Like the title says...

Whenever I listen to Chimaira's self titled album I just can't help but turn it up until my ears are bleeding. It just needs that kind of impact! :laugh:

Here's the title song. It sets up the album nicely.

http://youtu.be/Y6rvJEY1tBY

edit: link/video


-Kevin


----------



## rockytophigh (Apr 16, 2008)

Well....I just listened to it. I sure hope I don't punch my wife in the face when she gets home from work here in a few, lol.


----------



## diy.phil (May 23, 2011)

unusual SQ there


----------



## ISTundra (Jan 3, 2009)

What SQ? That's just an all out aural assault. I like the aggression, but hate when the singer sounds like he's vomiting all over the mic.


----------



## mikey7182 (Jan 16, 2008)

I tend to listen to just about everything at WOT (wide open throttle).  Tool and Deftones are very difficult for me not to crank.
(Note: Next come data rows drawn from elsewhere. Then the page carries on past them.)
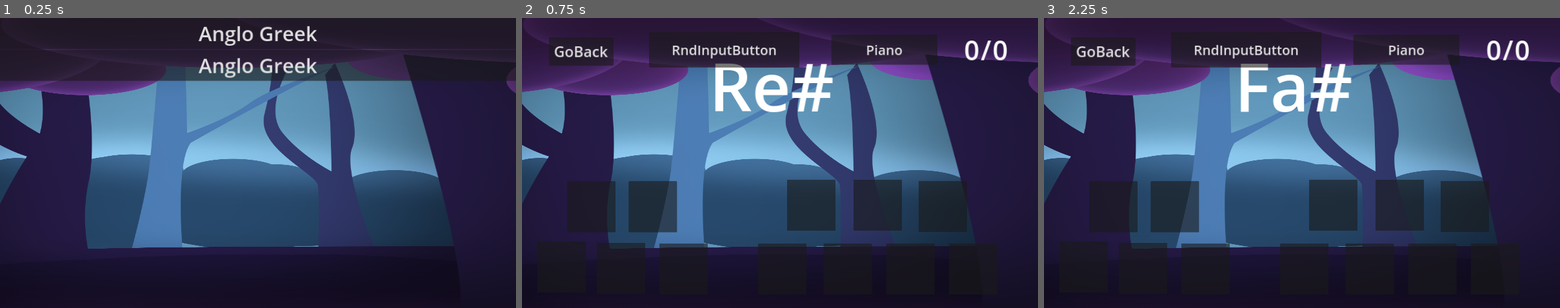
Above: before the commit, frames 1-3 (left to right).
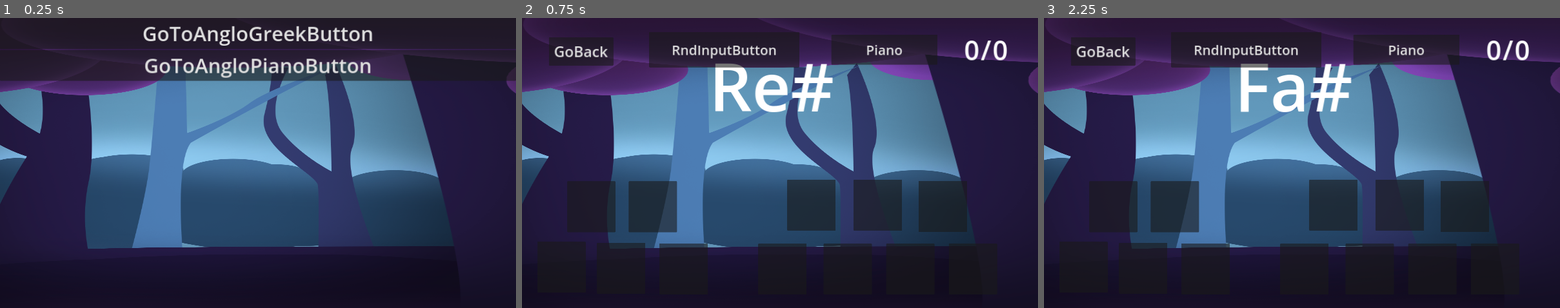
Above: after the commit, the same moments.

Repository: zur11/music_app_backup_1
Game: Godot game, scene res://main.tscn
Two runs of this game, one before a commit and one after it. Both use one fixed random seed, a clock stepped at 60 frames per second and the inputs below.
Inputs:
- Up to frame 1 (0.25 s): no input
- Up to frame 2 (0.75 s): click "Anglo Greek" (after the commit: "GoToAngloGreekButton") at 0.5 s
- Up to frame 3 (2.25 s): click "GoBack" at 1.25 s; click "Anglo Greek" (after the commit: "GoToAngloPianoButton") at 2 s

The runs differ from the first frame. In frame 1, 2.5% of the frame differs, in the area x 27-73%, y 2-21%; in frame 2, nothing differs; in frame 3, nothing differs.

Commit message:
Preparing for changes in scene manager

Diff:
--- a/global_systems/scene_manager_system/system/scene_manager.gd
+++ b/global_systems/scene_manager_system/system/scene_manager.gd
@@ -24,16 +24,16 @@
 	_container.add_child(instanced_scene_to_go)
 
 func goto_scene_without_history(instantiated_scene_to_go: Node):
-	validate_scene_to_go(instantiated_scene_to_go)
+	_validate_scene_to_go(instantiated_scene_to_go)
 
 	_current_instanced_scene = instantiated_scene_to_go
 	_change_scene(_current_instanced_scene)
 
 func goto_scene(instantiated_scene_to_go: Node):
-	validate_scene_to_go(instantiated_scene_to_go)
+	_validate_scene_to_go(instantiated_scene_to_go)
 
 	if _current_instanced_scene:
-		_current_scene_path = _current_instanced_scene.scene_file_path.trim_suffix(_theme + ".tscn")
+		_current_scene_path = _current_instanced_scene.scene_file_path #.trim_suffix(_theme + ".tscn")
 
 		_scene_history.push_back(_current_scene_path)
 		_previous_instanced_scene = _current_instanced_scene
@@ -42,7 +42,7 @@
 	_current_instanced_scene = instantiated_scene_to_go
 	_change_scene(_current_instanced_scene)
 
-func validate_scene_to_go(instantiated_scene_to_go: Node) -> bool:
+func _validate_scene_to_go(instantiated_scene_to_go: Node) -> bool:
 	if instantiated_scene_to_go == null:
 		push_error("Trying to goto_scene to a Null Scene")
 		return true
@@ -57,12 +57,14 @@
 
 	_current_instanced_scene = _previous_instanced_scene
 
-	var _previous_packed_scene = load(_scene_history[_scene_history.size() - 1] + _theme + ".tscn") if _scene_history.size() > 0 else null
+#	var _previous_packed_scene = load(_scene_history[_scene_history.size() - 1] + _theme + ".tscn") if _scene_history.size() > 0 else null
+	var _previous_packed_scene = load(_scene_history[_scene_history.size() - 1]) if _scene_history.size() > 0 else null
 	_previous_instanced_scene = _previous_packed_scene.instantiate()
 	_scene_history.pop_back()
 
 func update_theme(new_theme: String):
 
+	#trabajarle en un for al historial con scene_file_path.trim_suffix(_theme + ".tscn") + new_theme + ".tscn"
 	if _previous_instanced_scene:
 		_previous_scene_path = _previous_instanced_scene.scene_file_path.trim_suffix(_theme + ".tscn") + new_theme + ".tscn"
 		var _previous_packed_scene: PackedScene
@@ -74,9 +76,10 @@
 		_current_packed_scene = load(_current_scene_path)
 		_current_instanced_scene = _current_packed_scene.instantiate()
 
+	_theme = new_theme
+
 	self._change_scene(_current_instanced_scene)
 
-	_theme = new_theme
 
 #FUNCTIONS FOR THREADED LOADING
 func async_load(scene_urls: Array):
--- a/menus_screens/games_menu/games_menu_theme_1.tscn
+++ b/menus_screens/games_menu/games_menu_theme_1.tscn
@@ -1,15 +1,13 @@
-[gd_scene load_steps=3 format=3 uid="uid://b2432ujd3566g"]
+[gd_scene load_steps=3 format=3 uid="uid://bwrpxag7n74s2"]
 
-[ext_resource type="Script" path="res://menus_screens/games_menu/games_menu.gd" id="1_too6y"]
-[ext_resource type="PackedScene" uid="uid://cur4luxydt1p3" path="res://menus_screens/games_menu/go_to_game_button/go_to_game_button.tscn" id="2_j4anh"]
+[ext_resource type="Script" path="res://menus_screens/games_menu/games_menu.gd" id="1_bwuaj"]
+[ext_resource type="PackedScene" uid="uid://cur4luxydt1p3" path="res://menus_screens/games_menu/go_to_game_button/go_to_game_button.tscn" id="2_qxh74"]
 
-[node name="GamesMenu" type="Control"]
+[node name="games_menu_theme_1" type="Control"]
 custom_minimum_size = Vector2(1920, 1080)
 layout_mode = 3
 anchors_preset = 0
-offset_right = 1920.0
-offset_bottom = 1080.0
-script = ExtResource("1_too6y")
+script = ExtResource("1_bwuaj")
 
 [node name="VBoxContainer" type="VBoxContainer" parent="."]
 layout_mode = 1
@@ -19,8 +17,12 @@
 grow_horizontal = 2
 grow_vertical = 2
 
-[node name="GoToAngloGreekButton" parent="VBoxContainer" instance=ExtResource("2_j4anh")]
+[node name="GoToAngloGreekButton" parent="VBoxContainer" instance=ExtResource("2_qxh74")]
 layout_mode = 2
+text = "GoToAngloGreekButton
+"
 
-[node name="GoToAngloPianoButton" parent="VBoxContainer" instance=ExtResource("2_j4anh")]
+[node name="GoToAngloPianoButton" parent="VBoxContainer" instance=ExtResource("2_qxh74")]
 layout_mode = 2
+text = "GoToAngloPianoButton
+"
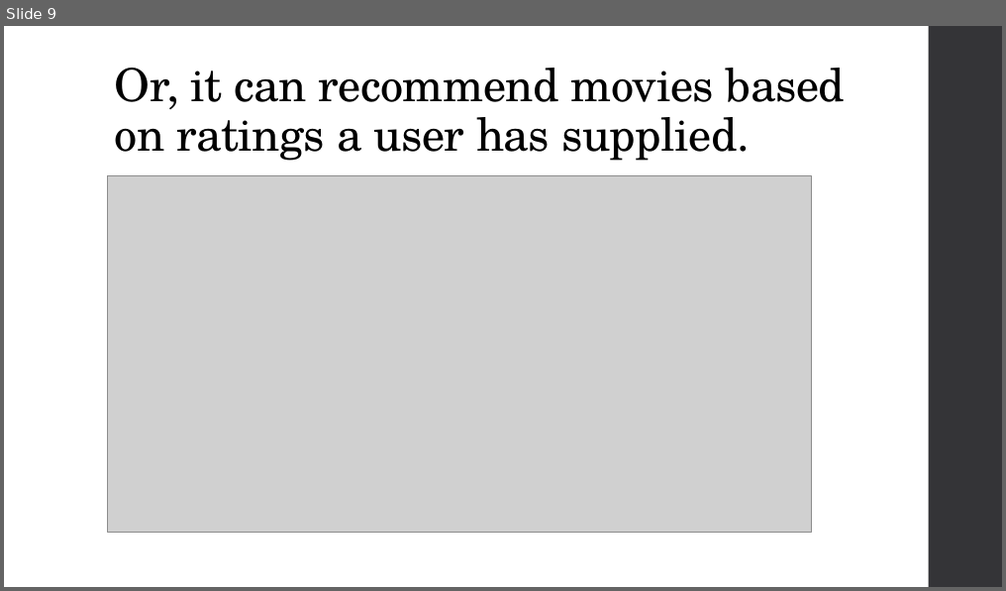
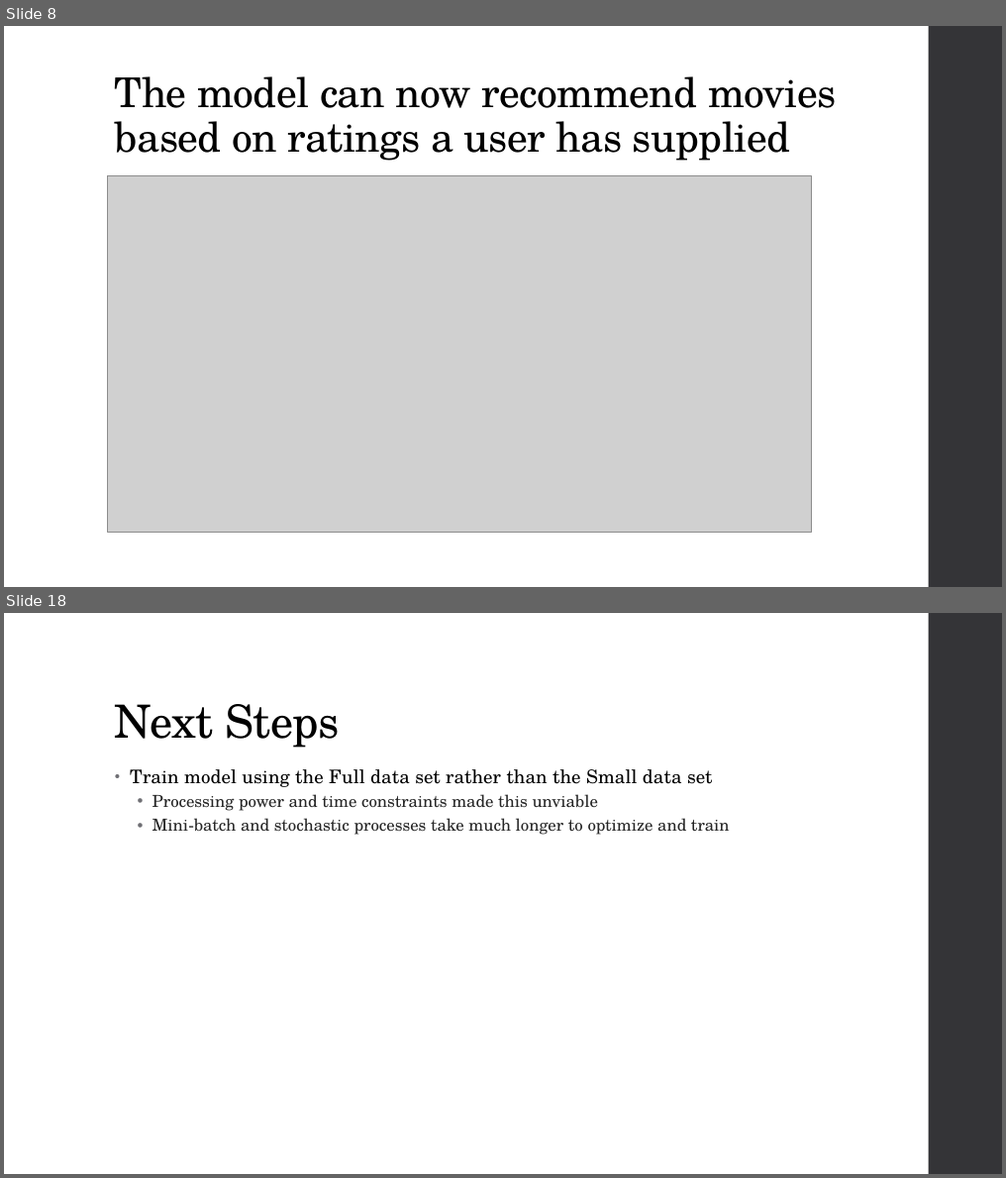
Before and after one commit to SomilB/Data-Science-Intensive---Capstone-Project, a slide deck: Capstone Presentation.pptx. Shown one above the other, each under a label of ours: slide 9 before the commit, slides 8 and 18 after it; the slides between them are not shown. The pictures are 1006x591 and 1006x1178 pixels, drawn with LibreOffice and Linux fonts; fonts in the diff are those of the drawing; grey boxes stand for pictures. Boxes give left, top, right and bottom in pixels: in the first picture for what was removed or moved away, otherwise in the second. Text is boxed around its words. In the diff, an @@ line names an element or a change of style, - is before the commit and + after.

```diff
--- a/Capstone Presentation.pptx
+++ b/Capstone Presentation.pptx
@@ slide 18 added at <box>4,613,1002,1174</box>, background #FFFFFF; not listed: 1 template element that a slide beside it also shows @@
@@ title added at <box>115,704,340,748</box>, 44 pt, text #000000 @@
+Next Steps
@@ text added at <box>130,769,730,835</box>, 16 pt, text #262626 @@
+• Train model using the Full data set rather than the Small data set
+  • Processing power and time constraints made this unviable
+  • Mini-batch and stochastic processes take much longer to optimize and train
@@ what was slide 9 is now slide 8 @@
@@ slide 8 changed as well @@
@@ title at <box>115,76,837,161</box>: text changed; size 44 to 39.6 pt @@
-Or, it can recommend movies based on ratings a user has supplied.
+The model can now recommend movies based on ratings a user has supplied
```
Also in this commit, not shown: 6 other slides changed, 9 other slides added, 2 slides removed.
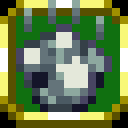
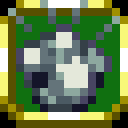
Layer changes from the first 128px x 128px image to the second:
painted on "Layer 2" over [left=8, top=0, right=120, bottom=32]
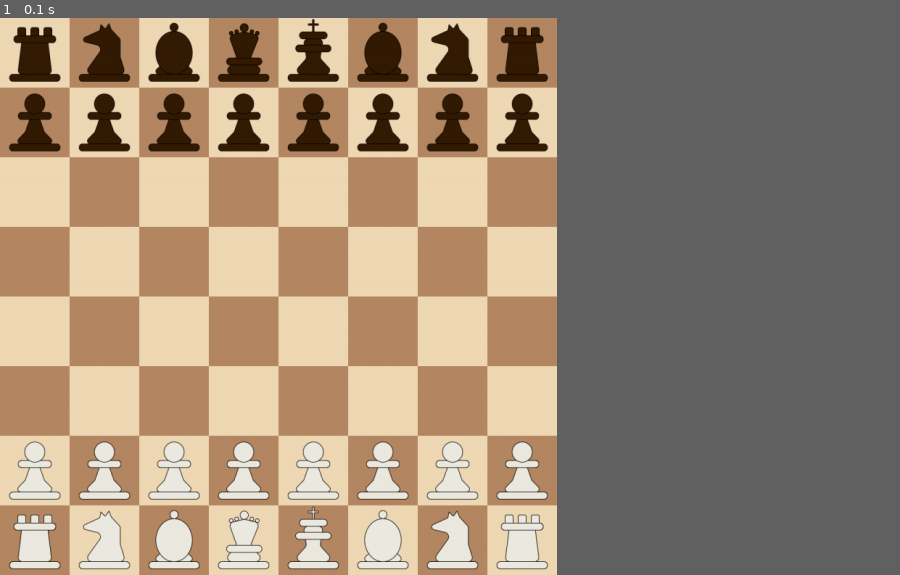
Above: before the commit, frame 1.
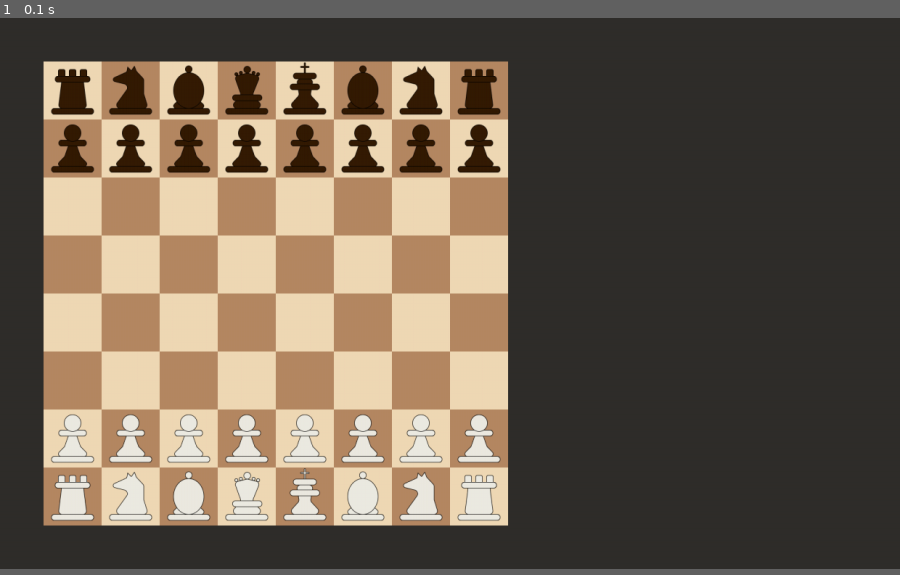
Above: after the commit, the same moment.

Repository: yudur/chess-pygame
Game: pygame game, started from src/main.py
Same seed, same stepped clock (60 frames per second), same inputs: the game is played once before the commit and once after it.
Inputs:
- Up to frame 1 (0.1 s): no input
In our replay, the window is 557x557 before the commit and 900x551 after it. These sizes can differ from the game's own. Grey fills any space a smaller window leaves; there, only what the larger window draws over its background counts as a difference.

The runs differ from the first frame. In frame 1, 42% of the frame differs, in the area x 0-62%, y 0-100%.

Commit message:
feat(chess): Drag and drop piece, preparation for the GUI.

Diff:
--- a/src/core/game.py
+++ b/src/core/game.py
@@ -26,6 +26,7 @@
                 self.state_manager.handle_event(event)
 
             self.state_manager.update(dt)
+            self.screen.fill(settings.BACKGROUND_COLOR_RGB)
             self.state_manager.render(self.screen)
             pygame.display.flip()
         pygame.quit()
--- a/src/states/game_state.py
+++ b/src/states/game_state.py
@@ -15,20 +15,64 @@
         self.board_renderer = BoardRenderer(self.logic.board)
         self.piece_renderer = PieceRenderer()
 
+        self.dragging = False
+        self.drag_piece = None
+        self.drag_origin = None  # (row, col)
+        self.mouse_pos = (0, 0)
+
     def enter(self):
         print("Entering Game State")
 
     def exit(self):
-        print("Exiting Game State")
+        print("exitting Game State")
 
     def handle_event(self, event):
         if event.type == pygame.MOUSEBUTTONDOWN:
             x, y = event.pos
-            row, col = y // settings.TILESIZE, x // settings.TILESIZE
+            row, col = (
+                (y - settings.START_GRID_BOARD_POS[1]) // settings.TILESIZE,
+                (x - settings.START_GRID_BOARD_POS[0]) // settings.TILESIZE,
+            )
 
-            # print(f"Clicked on square: ({row}, {col})")
+            if 0 <= row < 8 and 0 <= col < 8:
+                piece = self.logic.board.get_piece(row, col)
 
-            self.logic.select_square(row, col)
+                # Start drag if clicking on a piece of the side to move
+                if piece and piece.color == self.logic.current_turn:
+                    self.dragging = True
+                    self.drag_piece = piece
+                    self.drag_origin = (row, col)
+                    self.mouse_pos = event.pos
+
+                    # Also let the logic compute valid moves for this piece
+                    self.logic.select_square(row, col)
+                else:
+                    # Clicked an empty square or enemy piece: delegate to logic (may clear selection)
+                    self.logic.select_square(row, col)
+
+        elif event.type == pygame.MOUSEMOTION:
+            if self.dragging:
+                self.mouse_pos = event.pos
+
+        elif event.type == pygame.MOUSEBUTTONUP:
+            if self.dragging:
+                x, y = event.pos
+                row, col = (
+                    (y - settings.START_GRID_BOARD_POS[1]) // settings.TILESIZE,
+                    (x - settings.START_GRID_BOARD_POS[0]) // settings.TILESIZE,
+                )
+
+                if 0 <= row < 8 and 0 <= col < 8:
+                    # Drop on a board square: let GameLogic decide if it's a valid move
+                    self.logic.select_square(row, col)
+                else:
+                    # Dropped outside the board: cancel selection
+                    self.logic.selected_piece = None
+                    self.logic.valid_moves = []
+
+                self.dragging = False
+                self.drag_piece = None
+                self.drag_origin = None
 
     def update(self, dt):
         if self.logic.game_over:
@@ -39,8 +83,18 @@
         self.board_renderer.draw(screen)
         self.board_renderer.draw_highlights(screen, self.logic.valid_moves)
 
+        dragging_piece = self.drag_piece if self.dragging else None
+
         for row in range(8):
             for col in range(8):
                 piece = self.logic.board.get_piece(row, col)
                 if piece:
+                    # When dragging, don't draw the piece at its board square
+                    if dragging_piece is not None and piece is dragging_piece:
+                        continue
                     self.piece_renderer.draw(screen, piece)
+
+        # Draw the dragged piece following the mouse cursor, if any
+        if dragging_piece is not None:
+            mx, my = self.mouse_pos
+            self.piece_renderer.draw_at(screen, dragging_piece, (mx, my))
--- a/src/ui/board_renderer.py
+++ b/src/ui/board_renderer.py
@@ -15,8 +15,8 @@
             for col in range(8):
                 color = LIGHT if (row + col) % 2 == 0 else DARK
                 rect = pygame.Rect(
-                    col * settings.TILESIZE,
-                    row * settings.TILESIZE,
+                    col * settings.TILESIZE + settings.START_GRID_BOARD_POS[0],
+                    row * settings.TILESIZE + settings.START_GRID_BOARD_POS[1],
                     settings.TILESIZE,
                     settings.TILESIZE,
                 )
@@ -24,5 +24,10 @@
 
     def draw_highlights(self, screen: pygame.Surface, moves):
         for row, col in moves:
-            rect = pygame.Rect(col * 96, row * 96, 96, 96)
+            rect = pygame.Rect(
+                col * settings.TILESIZE + settings.START_GRID_BOARD_POS[0],
+                row * settings.TILESIZE + settings.START_GRID_BOARD_POS[1],
+                settings.TILESIZE,
+                settings.TILESIZE,
+            )
             pygame.draw.rect(screen, (0, 255, 0), rect, 4)
--- a/src/ui/piece_renderer.py
+++ b/src/ui/piece_renderer.py
@@ -15,8 +15,12 @@
     def draw(self, screen: pygame.Surface, piece: Piece):
         row, col = piece.position
         center = (
-            col * settings.TILESIZE + settings.TILESIZE // 2,
-            row * settings.TILESIZE + settings.TILESIZE // 2,
+            col * settings.TILESIZE
+            + settings.TILESIZE // 2
+            + settings.START_GRID_BOARD_POS[0],
+            row * settings.TILESIZE
+            + settings.TILESIZE // 2
+            + settings.START_GRID_BOARD_POS[1],
         )
 
         self.img = pygame.image.load(
@@ -26,3 +30,14 @@
             self.img, (settings.TILESIZE, settings.TILESIZE)
         )
         screen.blit(self.img, self.img.get_rect(center=center))
+
+    def draw_at(self, screen: pygame.Surface, piece: Piece, center: tuple[int, int]):
+        """Draw the given piece centered at an arbitrary pixel position (used for drag-and-drop)."""
+
+        self.img = pygame.image.load(
+            f"{settings.PIECES_PATH / COLORS[piece.color]}{piece.kind.title()}.png"
+        ).convert_alpha()
+        self.img = pygame.transform.smoothscale(
+            self.img, (settings.TILESIZE, settings.TILESIZE)
+        )
+        screen.blit(self.img, self.img.get_rect(center=center))
--- a/src/utils/settings.py
+++ b/src/utils/settings.py
@@ -1,10 +1,14 @@
 from pathlib import Path
 
 
-TILESIZE = 96
-WIDTH = TILESIZE * 8
-HEIGHT = TILESIZE * 8
+TILESIZE = 80
+WIDTH = TILESIZE * 8 + 600
+HEIGHT = TILESIZE * 8 + 120
 FPS = 60
+
+START_GRID_BOARD_POS = (60, 60)
+
+BACKGROUND_COLOR_RGB = (48, 46, 43)
 
 ASSETS_PATH = Path(__file__).parent.parent.parent / "assets"
 PIECES_PATH = ASSETS_PATH / "images" / "pieces"

That Chimaira song reminded me a bit of the opening two songs on "For We Are Many" by All That Remains:

https://www.youtube.com/watch?v=7YtI4gh0Wnc

Not my typical style either, but I've let those first two songs rip loose a time or three.


----------



## CaptEditor (Nov 25, 2011)

Haha well I never said anything about SQ! I'll have to listen to that All That Remains album when I get a break. (last midterm today)

rockytophigh: lol!

Seriously, though, I'm sure you guys have some favs that you just can't help but turn up!


----------